Regarding the INR values, the quality of anticoagulation control can be considered fairly high. The figures were somewhat lower when initiating treatment, as expected. Our figures on monitoring episodes within the therapeutic range (71.5%) are in line with or are higher than figures reported in recent studies [2326]. The proportion of time spent in the therapeutic range (70.2%) is higher than the figures mentioned above (47–51%) [27, 22]. These figures may be improved further, as shown by the special anticoagulation clinics [7], but probably only to a very limited degree. This would requires a more organised approach to anticoagulant management including computer dosing systems and improved systems for follow-up [32].

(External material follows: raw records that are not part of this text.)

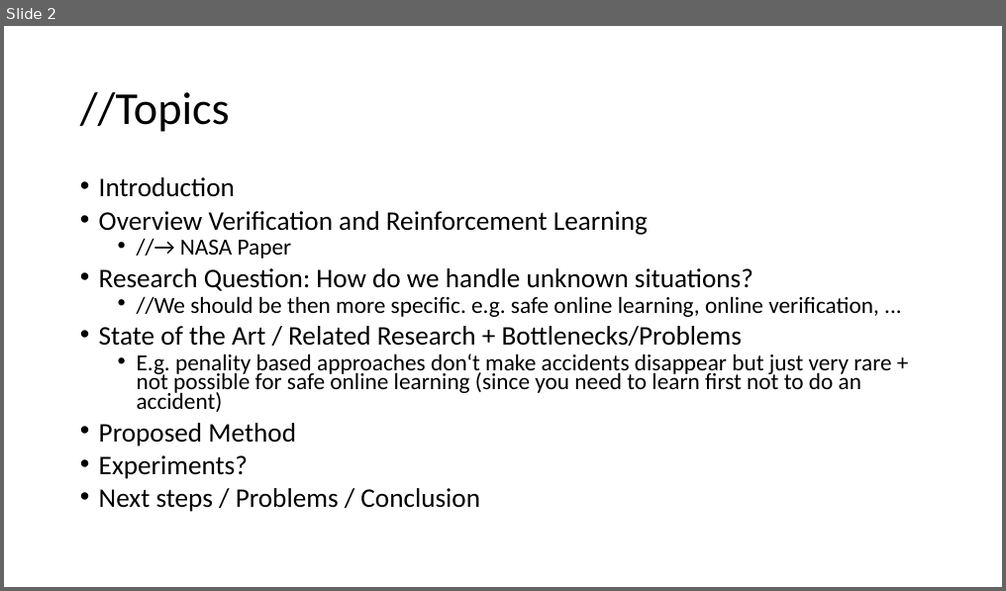
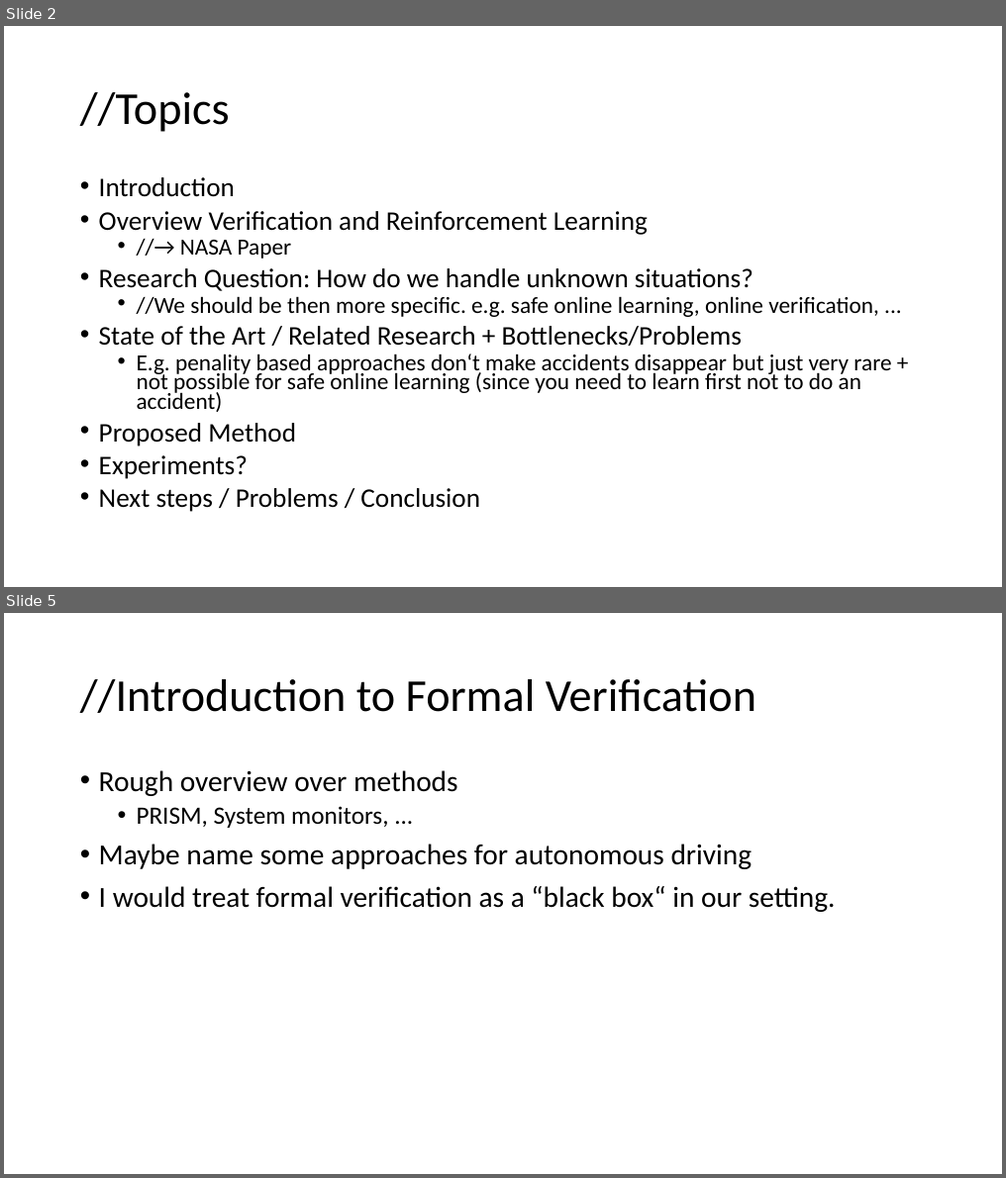
Before and after one commit to filipre/formal-verification-rl, a slide deck: presentation.pptx. Shown one above the other, each under a label of ours: slide 2 before the commit, slides 2 and 5 after it; the slides between them are not shown. The pictures are 1006x591 and 1006x1178 pixels, drawn with LibreOffice and Linux fonts; fonts in the diff are those of the drawing. Boxes give left, top, right and bottom in pixels: in the first picture for what was removed or moved away, otherwise in the second. Text is boxed around its words. In the diff, an @@ line names an element or a change of style, - is before the commit and + after.

```diff
--- a/presentation.pptx
+++ b/presentation.pptx
@@ slide 5 added at box(4, 613, 1002, 1174), background #FFFFFF @@
@@ title added at box(80, 679, 756, 713), 44 pt, text #000000 @@
+//Introduction to Formal Verification
@@ text added at box(99, 770, 836, 912), 28 pt, text #000000 @@
+• Rough overview over methods
+  • PRISM, System monitors, ...
+• Maybe name some approaches for autonomous driving
+• I would treat formal verification as a “black box“ in our setting.
```
Also in this commit, not shown: 4 slides changed, 3 other slides added, 1 slide removed.

The major limitations of this study are that it is rather small, the lack of clinical features regarding potential contraindications to anticoagulation, and the lack of information about the presence or absence of risk factors for stroke. An evaluation including the safety of warfarin treatment in PHC would require a longer observation time and a larger sample of patients than in this study. Further, the study was conducted locally, and although we tried to compensate for local variations, conclusions about PHC in general must be made with caution. There is no reason to believe that patients on warfarin treatment were missed, as all patients receiving treatment (as defined above) at the PHC centres are registered under INR values in the laboratory module of the record systems. The actual therapeutic range for the patient is an important factor, as it is sometimes individualised in clinical practice, and this was taken into consideration in our study. Most earlier studies are not based on PHC with a registered population, a representative sample of patients, and records from everyday clinical practice, which are the advantages of our study.

Conclusions

CAF is common among the elderly in primary health care, and about half of these patients are treated with warfarin. It appears to be under-diagnosed, and may also be under-treated. About two thirds of the treatment time is spent within the therapeutic range, and a further improvement of the quality of anticoagulation control with warfarin treatment may therefore be hard to achieve. Given the frequent monitoring episodes, there is a considerable workload related to warfarin treatment for CAF, both for patients and for care providers.